In a way, it seems crass to talk about how businesses could reassess their attitude to travel right now; but, in a way, there’s never been a better time to take stock.

Think about it: all those cancelled business trips, destined to fly all those employees halfway across the world to attend meetings, conferences, presentations. All those people due to travel in business class, a method of transport carrying one of the highest carbon footprints going, on the company credit card.

While travelling for work is a definite perk, what many businesses will have discovered under lockdown is that a big old chunk of it is, quite simply, unnecessary. Video conferencing tools can pick up a lot more of the slack than most of us realised – and boy, does it save money.

On the flip side, there’s also the issue of employees’ leisure travel (a distant dream right now, but not forever) to consider. Before the whole quarantine thing kicked off, I came across the most wonderful scheme, whereby companies offer their workers a benefit that empowers them to make greener travel choices.

Launched by climate action charity Possible, Climate Perks encourages employers to sign up to an initiative offering staff a set number of paid journey days – essentially extra holiday allowance – when they choose to swap flying for flight-free travel by land or sea to reach their destination.
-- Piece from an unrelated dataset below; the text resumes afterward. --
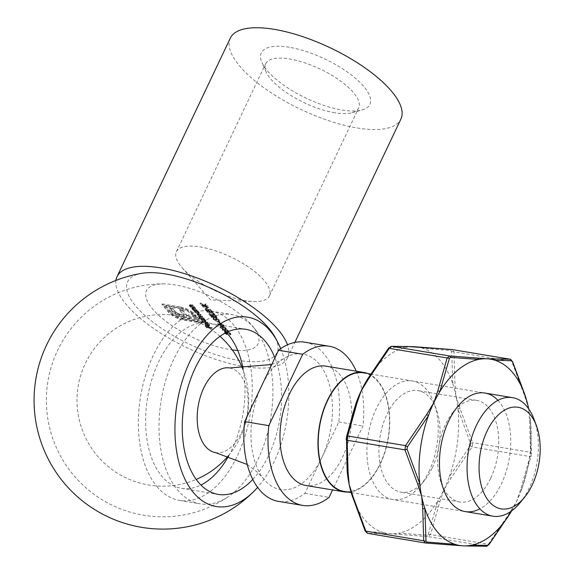 <?xml version="1.0" encoding="UTF-8"?>
<svg xmlns="http://www.w3.org/2000/svg" width="575" height="575" viewBox="0 0 575 575"><rect width="100%" height="100%" fill="white"/><g stroke="black" fill="none" stroke-linecap="round" stroke-linejoin="round"><path stroke-width="0.43" stroke-dasharray="2.88 2.16" d="M222.41 327.894L220.383 326.916L220.937 326.118L222.41 326.715L223.352 326.363L226.155 327.887L226.413 328.569L225.537 328.807L225.587 327.786L223.668 326.686L223.423 327.592L221.202 326.435L220.599 327.728L222.338 328.936L220.038 327.642L220.16 326.284L220.038 327.642L220.592 326.837L222.065 327.441L223.007 327.082L225.81 328.605L226.068 329.295L225.192 329.525L225.242 328.512L222.726 327.542L223.668 326.686L223.086 328.311L220.857 327.161L220.599 327.728L220.944 327.01L222.41 327.894L222.065 328.613M222.065 327.441L222.554 326.413L222.065 327.441M224.595 331.624L225.666 330.575L224.94 330.898L222.654 329.626L223.229 328.85L224.803 329.547L225.68 329.101L228.44 330.603L228.735 331.329L227.757 331.523L225.666 330.575L224.595 331.624L222.317 330.345L222.446 329.029L222.317 330.345L222.892 329.576L224.458 330.273L224.847 329.281L224.458 330.273L225.342 329.827L228.095 331.329L228.39 332.048L227.412 332.249L225.299 331.459L225.637 330.74M207.158 322.978L201.53 322.036L207.158 322.978L207.496 322.252L207.424 323.294M201.358 319.384L198.698 318.665L204.319 319.599L204.585 319.916L203.895 319.801L205.814 321.756L204.607 322L201.394 320.289L201.142 319.578L201.703 318.658L201.358 319.384M205.886 309.443L210.191 310.162L204.973 309.566L207.259 307.869L202.673 306.834L208.157 307.747L205.886 309.443L206.224 308.725L210.529 309.436L210.191 310.162M207.122 306.511L201.911 305.922L203.73 305.95L200.014 303.665L203.938 305.821L205.383 304.441L205.735 304.865L204.477 306.072L207.122 306.511L207.467 305.792L207.388 306.834M177.452 318.421L172.385 315.711L168.64 312.498L162.021 304.613L180.291 307.661L185.56 309.213L190.67 311.873L195.881 316.624L193.71 316.264L187.737 311.298L181.47 309.07L165.37 306.389L170.811 312.857L175.72 316.523L181.944 318.744L198.044 321.425L196.427 319.506L179.867 316.466L173.708 313.188L169.474 308.66L172.299 309.134L175.734 312.915L177.416 313.979L184.129 315.776L179.565 310.342L182.347 310.802L186.911 316.236L196.938 317.889L201.401 323.2L180.334 319.477L177.452 318.421L177.797 317.702L172.73 314.992L172.385 315.711M211.715 328.404L206.504 327.808L205.045 326.075L206.799 327.585L208.481 327.865L207.295 326.449L209.041 327.958L211.715 328.404L212.06 327.678L211.981 328.72M237.755 350.441A61.834 22.346 -154.6 0 0 252.116 325.551A61.834 22.346 -154.6 0 0 175.181 284.92A61.834 22.346 -154.6 0 0 164.364 283.877A61.834 22.346 -154.6 0 0 157.04 313.72A61.834 22.346 -154.6 0 0 232.286 349.916M194.616 311.391L193.61 310.953L197.613 311.621L197.879 311.938L197.189 311.822L199.108 313.77L197.901 314.022L194.688 312.311L194.415 311.578L194.961 310.673L194.616 311.391M196.729 310.572L192.992 310.22L192.726 309.903L193.444 310.026L191.827 308.904L191.971 307.632L191.827 308.904L193.035 308.265L195.083 308.61L192.589 308.502L192.359 309.041L195.284 310.327L196.729 310.572L197.074 309.846L197.002 310.888M197.34 310.162L193.337 309.501L193.071 309.178L193.789 309.3L192.165 308.178L193.38 307.546L195.694 308.207L192.934 307.776L192.359 309.041L192.704 308.315L194.508 309.379L194.163 310.098M194.199 307.56L190.462 307.208L190.196 306.892L190.922 307.014L189.297 305.893L189.441 304.621L189.297 305.893L190.512 305.26L192.553 305.598L190.059 305.49L189.836 306.029L192.754 307.316L194.199 307.56L194.544 306.834L194.472 307.877M194.817 307.158L190.807 306.489L190.541 306.166L191.259 306.288L189.635 305.167L190.85 304.534L193.164 305.196L190.404 304.764L189.836 306.029L190.174 305.303L191.978 306.367L191.64 307.093M224.825 333.306L225.192 332.314L226.665 332.911L227.607 332.558L230.41 334.082L230.668 334.765L229.792 335.002L230.187 333.256L228.268 332.163L228.023 333.062L225.803 331.904L225.199 333.205L225.874 332.76M224.638 333.112L224.76 331.761L224.638 333.112M226.615 332.882L227.154 331.883L227.952 331.832L227.607 332.558M227.952 331.832L230.755 333.356L231.013 334.039L230.137 334.276L227.923 332.882L227.326 333.018L228.268 332.163L227.427 333.744M203.435 318.55L199.697 318.205L199.432 317.882L200.129 317.997L198.605 316.976L198.878 316.308L197.11 315.193L197.283 313.986L197.11 315.193L198.282 314.633L200.452 314.992L197.649 315.33L202.213 317.091L199.144 317.113L203.435 318.55L203.78 317.824L203.708 318.866M204.046 318.147L200.042 317.479L199.777 317.163L200.474 317.278L198.95 316.25L198.605 316.976L199.223 315.589L197.455 314.475L198.619 313.907L200.79 314.273L200.452 314.992M200.79 314.273L197.994 314.611L197.857 314.245L197.649 315.33L197.994 314.611L202.285 316.049L201.94 316.775M202.285 316.049L199.36 316.034L199.144 317.113L199.489 316.387L203.78 317.824M207.978 325.896L208.66 325.191L207 323.847L209.401 325.967L208.15 326.197L204.959 324.537L204.873 323.624L206.022 323.567L207.978 325.896L208.998 324.473L208.847 325.73L208.998 324.473L207.352 323.373L207.007 324.099M207.352 323.373L209.458 324.516L209.738 325.249L208.495 325.479L205.304 323.811L205.217 322.898L204.693 323.804L205.217 322.898L206.368 322.848L206.022 323.567M222.683 326.6L217.458 324.264L220.462 325.572L219.887 324.602L220.232 323.876L220.103 325.191L220.836 324.408L223.452 325.802L223.661 326.413L223.79 325.076L222.683 326.6L223.028 325.874L217.709 323.732L217.364 324.458M219.089 322.625L220.239 323.998L219.679 323.905L218.529 322.532L219.089 322.625L219.434 321.907L220.584 323.272L220.239 323.998M217.832 322.065L213.347 319.671L213.073 318.255L213.605 318.744L214.051 317.867L213.914 319.772L217.544 321.741L218.831 321.461L218.471 320.447L215.589 318.751L216.588 319.937L216.028 319.844L214.763 318.334L219.053 320.57L219.312 321.935L217.832 322.065L218.177 321.339L213.684 318.945L213.347 319.671M213.684 318.945L213.418 317.529L212.944 318.457L213.418 317.529L214.051 317.867L213.914 319.772M214.259 319.053L217.882 321.015L219.176 320.742L218.809 319.722L215.934 318.025L216.933 319.211L216.373 319.118L215.107 317.616L219.398 319.844L219.837 321.008L219.492 321.727L219.657 321.209L218.177 321.339M215.136 316.042L216.818 318.054L211.334 317.141L209.652 315.129L211.629 316.911L213.318 317.192L211.902 315.51L213.878 317.285L215.992 317.637L214.568 315.948L215.136 316.042L215.474 315.323L217.163 317.328L216.818 318.054M213.181 313.72L214.597 315.409L209.113 314.496L213.763 314.992L212.613 313.627L213.181 313.72L213.519 312.994L214.942 314.683L214.597 315.409M210.996 311.118L212.678 313.123L207.201 312.211L205.512 310.205L207.489 311.988L209.178 312.268L207.762 310.579L209.738 312.362L211.852 312.714L210.428 311.025L210.996 311.118L211.334 310.399L213.023 312.405L212.678 313.123M252.763 479.449A83.684 48.401 99.4 0 0 274.915 357.887M280.701 348.673A95.96 55.502 -80.6 0 1 257.607 487.413M142.039 273.283A82.663 29.871 -154.6 0 0 189.498 344.195A82.663 29.871 -154.6 0 0 274.433 336.145M226.284 332.551A83.684 48.401 99.4 0 0 209.034 323.193A83.684 48.401 99.4 0 0 151.922 379.227A83.684 48.401 99.4 0 0 161.827 476.237A83.684 48.401 99.4 0 0 181.556 488.297A83.684 48.401 99.4 0 0 200.905 485.034M228.713 455.853A83.684 48.401 99.4 0 0 243.139 369.172M156.917 486.572A95.96 55.502 99.4 0 0 179.537 500.408A95.96 55.502 99.4 0 0 250.039 414.863A95.96 55.502 99.4 0 0 211.047 311.089A95.96 55.502 99.4 0 0 145.561 375.338A95.96 55.502 99.4 0 0 156.917 486.572M254.33 328.361A95.96 55.502 99.4 0 0 231.711 314.525A95.96 55.502 99.4 0 0 166.225 378.781A95.96 55.502 99.4 0 0 177.574 490.008A95.96 55.502 99.4 0 0 200.201 503.844A95.96 55.502 99.4 0 0 228.9 496.268A95.96 55.502 99.4 0 0 270.696 418.298A95.96 55.502 99.4 0 0 256.407 330.999A95.96 55.502 99.4 0 0 254.33 328.361M115.913 280.449A94.415 34.119 -154.6 0 0 192.524 350.268A94.415 34.119 -154.6 0 0 287.593 357.7A94.415 34.119 -154.6 0 0 287.486 344.792M230.302 38.137A94.415 34.119 -154.6 0 0 300.955 109.458A94.415 34.119 -154.6 0 0 400.876 119.133M289.232 47.258A60.08 21.713 -154.6 0 0 261.948 62.481A60.08 21.713 -154.6 0 0 306.274 98.246A60.08 21.713 -154.6 0 0 362.013 109.99A60.08 21.713 -154.6 0 0 355.846 78.61A60.08 21.713 -154.6 0 0 289.232 47.258M245.496 300.718A51.498 18.616 25.4 0 1 182.203 267.792A51.498 18.616 25.4 0 1 176.381 251.735A51.498 18.616 25.4 0 1 230.884 257.018A51.498 18.616 25.4 0 1 269.423 295.917A51.498 18.616 25.4 0 1 253.302 301.552A51.498 18.616 25.4 0 1 245.496 300.718M334.751 112.75A51.498 18.616 25.4 0 1 266.175 72.019A51.498 18.616 25.4 0 1 265.636 63.775A51.498 18.616 25.4 0 1 289.563 58.973A51.498 18.616 25.4 0 1 339.617 80.356A51.498 18.616 25.4 0 1 358.678 107.949A51.498 18.616 25.4 0 1 351.95 112.743A51.498 18.616 25.4 0 1 334.751 112.75M212.326 327.994L206.842 327.082L206.504 327.808M206.842 327.082L205.39 325.349L205.045 326.075M205.39 325.349L205.951 325.443L205.606 326.169M205.951 325.443L207.137 326.859L206.799 327.585M207.137 326.859L208.826 327.139L208.481 327.865M208.826 327.139L207.64 325.723L207.295 326.449M207.64 325.723L208.2 325.817L207.855 326.543M208.2 325.817L209.386 327.232L209.041 327.958M209.386 327.232L212.06 327.678M172.73 314.992L168.985 311.772L168.64 312.498M168.985 311.772L162.358 303.895L162.021 304.613M162.358 303.895L180.629 306.935L180.291 307.661M180.629 306.935L185.905 308.495L185.56 309.213M185.905 308.495L191.015 311.147L190.67 311.873M191.015 311.147L195.126 314.597L194.781 315.323M195.126 314.597L196.226 315.905L195.881 316.624M196.226 315.905L194.055 315.538L193.71 316.264M194.055 315.538L192.956 314.238L192.611 314.956M192.956 314.238L188.083 310.579L187.737 311.298M188.083 310.579L181.815 308.344L181.47 309.07M181.815 308.344L165.715 305.663L165.37 306.389M165.715 305.663L171.156 312.139L170.811 312.857M171.156 312.139L176.065 315.797L175.72 316.523M176.065 315.797L182.289 318.025L181.944 318.744M182.289 318.025L198.389 320.706L198.044 321.425M198.389 320.706L196.772 318.78L196.427 319.506M196.772 318.78L183.986 316.652L183.641 317.371M183.986 316.652L180.212 315.747L179.867 316.466M180.212 315.747L176.906 314.345L176.561 315.071M176.906 314.345L174.053 312.469L173.708 313.188M174.053 312.469L171.609 310.069L171.264 310.787M171.609 310.069L169.819 307.941L169.474 308.66M169.819 307.941L172.637 308.408L172.299 309.134M172.637 308.408L174.699 310.859L174.354 311.578M174.699 310.859L176.079 312.189L175.734 312.915M176.079 312.189L177.761 313.253L177.416 313.979M177.761 313.253L179.738 314.094L179.4 314.82M179.738 314.094L181.887 314.618L181.542 315.344M181.887 314.618L184.474 315.05L184.129 315.776M184.474 315.05L179.91 309.616L179.565 310.342M179.91 309.616L182.685 310.083L182.347 310.802M182.685 310.083L187.256 315.517L186.911 316.236M187.256 315.517L195.133 316.825L194.788 317.551L195.112 316.803L197.283 317.163L196.938 317.889M197.283 317.163L201.746 322.474L201.401 323.2M201.746 322.474L183.475 319.434L183.13 320.153M183.475 319.434L177.797 317.702M207.733 306.108L202.249 305.196L201.911 305.922M202.249 305.196L201.983 304.879L201.638 305.598M201.983 304.879L204.075 305.224L203.73 305.95M204.075 305.224L200.74 303.392L200.395 304.118M200.74 303.392L200.359 302.939L200.014 303.665M200.359 302.939L204.283 305.095L203.938 305.821M204.283 305.095L205.721 303.715L205.383 304.441M205.721 303.715L205.735 304.865M206.08 304.139L204.477 306.072M204.822 305.347L207.467 305.792M210.529 309.436L210.457 310.478M210.802 309.76L205.318 308.847L204.973 309.566M205.318 308.847L204.916 309.501M205.261 308.775L207.604 307.143L207.259 307.869M207.604 307.143L203.284 306.425L202.946 307.151M203.284 306.425L203.018 306.108L202.673 306.834M203.018 306.108L208.502 307.021L208.157 307.747M208.502 307.021L208.222 307.819M208.56 307.093L206.224 308.725M194.221 310.55L197.958 310.895L198.224 311.212L197.534 311.097L199.453 313.052L198.238 313.296L195.033 311.585L194.961 310.673L194.221 310.55L193.876 311.269M193.947 310.227L193.61 310.953M197.958 310.895L197.613 311.621M198.224 311.212L197.879 311.938M197.534 311.097L197.189 311.822M199.187 312.29L198.842 313.008M198.238 313.296L197.901 314.022M195.033 311.585L194.688 312.311M198.684 312.196L196.233 310.881L195.522 311.664L197.98 312.98L198.684 312.196L198.339 312.915L195.888 311.607L195.177 312.39L197.635 313.698L198.339 312.915L198.54 313.512L198.684 312.196M195.306 311.068L195.177 312.39L195.306 311.068M196.233 310.881L195.888 311.607M197.98 312.98L197.635 313.698M193.337 309.501L192.992 310.22M193.071 309.178L192.726 309.903M193.789 309.3L193.444 310.026M195.428 307.884L195.083 308.61M195.694 308.207L195.349 308.926M192.934 307.776L192.704 308.315L192.934 307.776M194.508 309.379L197.074 309.846M190.807 306.489L190.462 307.208M190.541 306.166L190.196 306.892M191.259 306.288L190.922 307.014M192.898 304.872L192.553 305.598M193.164 305.196L192.826 305.914M190.404 304.764L190.174 305.303L190.404 304.764M191.978 306.367L194.544 306.834M226.665 334.089L227.01 333.363L225.544 332.479L225.803 331.904L225.199 333.205M227.01 333.363L226.931 334.406M227.276 333.68L224.983 332.393L225.537 331.588L225.192 332.314M225.537 331.588L227.01 332.192L226.665 332.911M230.755 333.356L230.41 334.082M230.137 334.276L229.792 335.002M230.187 333.256L229.518 334.679M230.388 333.802L230.043 334.528M228.023 333.062L227.678 333.787M227.463 332.968L227.211 333.507M200.042 317.479L199.697 318.205M199.777 317.163L199.432 317.882M200.474 317.278L200.129 317.997M199.604 316.825L199.259 317.544M198.95 316.25L199.223 315.589L198.95 316.25M201.063 314.59L200.718 315.316M202.558 316.365L202.213 317.091M199.309 318.262L204.664 318.873L204.93 319.197L204.24 319.082L206.159 321.03L204.944 321.274L201.739 319.571L201.703 318.658L199.309 318.262L198.964 318.981M199.036 317.939L198.698 318.665M204.664 318.873L204.319 319.599M204.93 319.197L204.585 319.916M204.24 319.082L203.895 319.801M205.893 320.268L205.548 320.994M204.944 321.274L204.607 322M201.739 319.571L201.394 320.289M205.39 320.174L202.939 318.866L202.228 319.65L204.686 320.958L205.39 320.174L205.045 320.9L202.594 319.585L201.882 320.368L204.341 321.684L205.045 320.9L205.246 321.497L205.39 320.174M202.012 319.046L201.882 320.368L202.012 319.046M202.939 318.866L202.594 319.585M204.686 320.958L204.341 321.684M207.769 322.568L202.141 321.633L201.803 322.359M202.141 321.633L201.875 321.317L201.53 322.036M201.875 321.317L207.496 322.252M207.345 323.128L207 323.847M209.458 324.516L209.113 325.234M208.495 325.479L208.15 326.197M206.907 324.954L206.562 325.68M205.304 323.811L204.959 324.537M206.368 322.848L208.322 325.17M207.798 325.055L206.145 323.085L205.785 323.883L207.798 325.055L207.46 325.781L205.8 323.804L205.44 324.602L207.46 325.781M206.145 323.085L205.44 324.602L206.145 323.085M206.72 324.609L206.382 325.335M223.229 328.85L222.892 329.576M225.68 329.101L225.342 329.827M227.046 329.561L226.701 330.28M228.44 330.603L228.095 331.329M227.757 331.523L227.412 332.249M227.873 330.51L225.961 329.425L225.537 330.1L227.506 331.207L227.873 330.51L227.528 331.229L225.616 330.143L225.192 330.826L227.161 331.933L227.873 330.51M225.961 329.425L225.192 330.826L225.961 329.425M224.983 330.014L223.481 329.166L223.237 329.734L224.681 330.582L224.983 330.014L224.638 330.74L223.136 329.892L222.892 330.46L224.336 331.308L224.983 330.014M223.481 329.166L222.892 330.46L223.481 329.166M222.676 328.21L222.338 328.936M220.937 326.118L220.592 326.837M223.352 326.363L223.007 327.082M226.155 327.887L225.81 328.605M225.537 328.807L225.192 329.525M225.263 328.483L224.926 329.209M225.788 328.332L225.45 329.051M225.587 327.786L225.242 328.512M223.423 327.592L223.086 328.311M222.863 327.498L222.518 328.217M221.202 326.435L220.944 327.01L221.202 326.435M217.709 323.732L217.458 324.264M217.803 323.538L220.807 324.846L220.462 325.572M220.807 324.846L220.441 324.473L221.181 323.682L220.836 324.408M221.181 323.682L223.79 325.076L223.028 325.874M223.215 324.968L221.476 324.012L221.059 324.631L222.784 325.558L223.215 324.968L222.87 325.687L221.138 324.731L220.721 325.357L222.439 326.284L223.215 324.968M221.476 324.012L220.721 325.357L221.476 324.012M220.584 323.272L220.024 323.179L219.679 323.905M220.024 323.179L218.874 321.813L218.529 322.532M218.874 321.813L219.434 321.907M217.882 321.015L217.544 321.741M218.809 319.722L218.471 320.447M215.934 318.025L215.589 318.751M216.933 319.211L216.588 319.937M216.373 319.118L216.028 319.844M215.107 317.616L214.763 318.334M219.398 319.844L219.053 320.57M217.163 317.328L211.679 316.415L211.334 317.141M211.679 316.415L209.99 314.41L209.652 315.129M209.99 314.41L210.558 314.503L210.213 315.222M210.558 314.503L211.974 316.192L211.629 316.911M211.974 316.192L213.663 316.473L213.318 317.192M213.663 316.473L212.24 314.784L211.902 315.51M212.24 314.784L212.807 314.877L212.463 315.603M212.807 314.877L214.223 316.566L213.878 317.285M214.223 316.566L216.329 316.918L215.992 317.637M216.329 316.918L214.913 315.229L214.568 315.948M214.913 315.229L215.474 315.323M214.942 314.683L209.458 313.77L209.113 314.496M209.458 313.77L209.192 313.454L208.847 314.173M209.192 313.454L214.108 314.273L213.763 314.992M214.108 314.273L212.958 312.901L212.613 313.627M212.958 312.901L213.519 312.994M213.023 312.405L207.539 311.492L207.201 312.211M207.539 311.492L205.857 309.487L205.512 310.205M205.857 309.487L206.418 309.58L206.073 310.299M206.418 309.58L207.834 311.262L207.489 311.988M207.834 311.262L209.523 311.542L209.178 312.268M209.523 311.542L208.107 309.86L207.762 310.579M208.107 309.86L208.667 309.954L208.322 310.673M208.667 309.954L210.083 311.636L209.738 312.362M210.083 311.636L212.189 311.988L211.852 312.714M212.189 311.988L210.773 310.299L210.428 311.025M210.773 310.299L211.334 310.399M304.966 342.211A80.68 46.661 -80.6 0 1 338.783 421.964L321.842 457.65A68.669 39.711 99.4 0 0 327.118 377.797A68.669 39.711 99.4 0 0 283.367 358.872A68.669 39.711 99.4 0 0 261.589 385.94A68.669 39.711 99.4 0 0 263.436 478.623A68.669 39.711 99.4 0 0 321.842 457.65L304.901 493.328A80.68 46.661 -80.6 0 1 278.473 501.386M533.981 419.168A60.08 34.752 -80.6 0 1 529.086 488.29A60.08 34.752 -80.6 0 1 520.073 502.758M363.745 372.873A60.08 34.752 -80.6 0 1 380.24 463.515A60.08 34.752 -80.6 0 1 344.015 491.409M325.824 366.131A60.512 34.996 -80.6 0 1 342.441 457.412A60.512 34.996 -80.6 0 1 305.957 485.508M367.849 373.556A60.512 34.996 -80.6 0 1 380.427 463.738A60.512 34.996 -80.6 0 1 348.119 492.092M356.27 371.198A80.68 46.661 -80.6 0 1 362.962 425.989L332.594 489.943M338.783 421.964L362.962 425.989M304.901 493.328L329.072 497.353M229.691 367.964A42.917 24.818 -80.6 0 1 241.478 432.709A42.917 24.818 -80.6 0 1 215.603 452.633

Knowing that one of the barriers to people choosing slow travel options is the “slow” element – and subsequent loss of time on holiday – the organisation came up with the ultimate inducement. If it takes me a day to reach Barcelona by train, I get an extra day’s paid leave. Simple, yet brilliant. It’s not just me who loves the sound of this: research conducted by Possible found that 50 per cent of 18 to 44-year-olds would prefer to work for an employer that helps them to take “clean travel” on holiday.

That, coupled with the eye-opening stat that a single return flight to Berlin clocks up the same amount of carbon as 13 return trips by train (assuming a two-hour flight), makes for a compelling incentive.

There are almost 50 employers on board so far, from industries ranging from food to digital to finance, all of which have signed on for a two-year pilot scheme to implement the policy as part of their employee benefits package.

It may not seem like it, but right now is precisely the time for businesses to muse on upping their green credentials in the years to come – after all, who knows what the aviation landscape will look like when the dust has settled? Who knows whether reduced capacity from struggling airlines will lead to sky high air fares?

What is certain is that we will, at some point, be ready to travel again. It’s up to all of us to decide how we want to do it.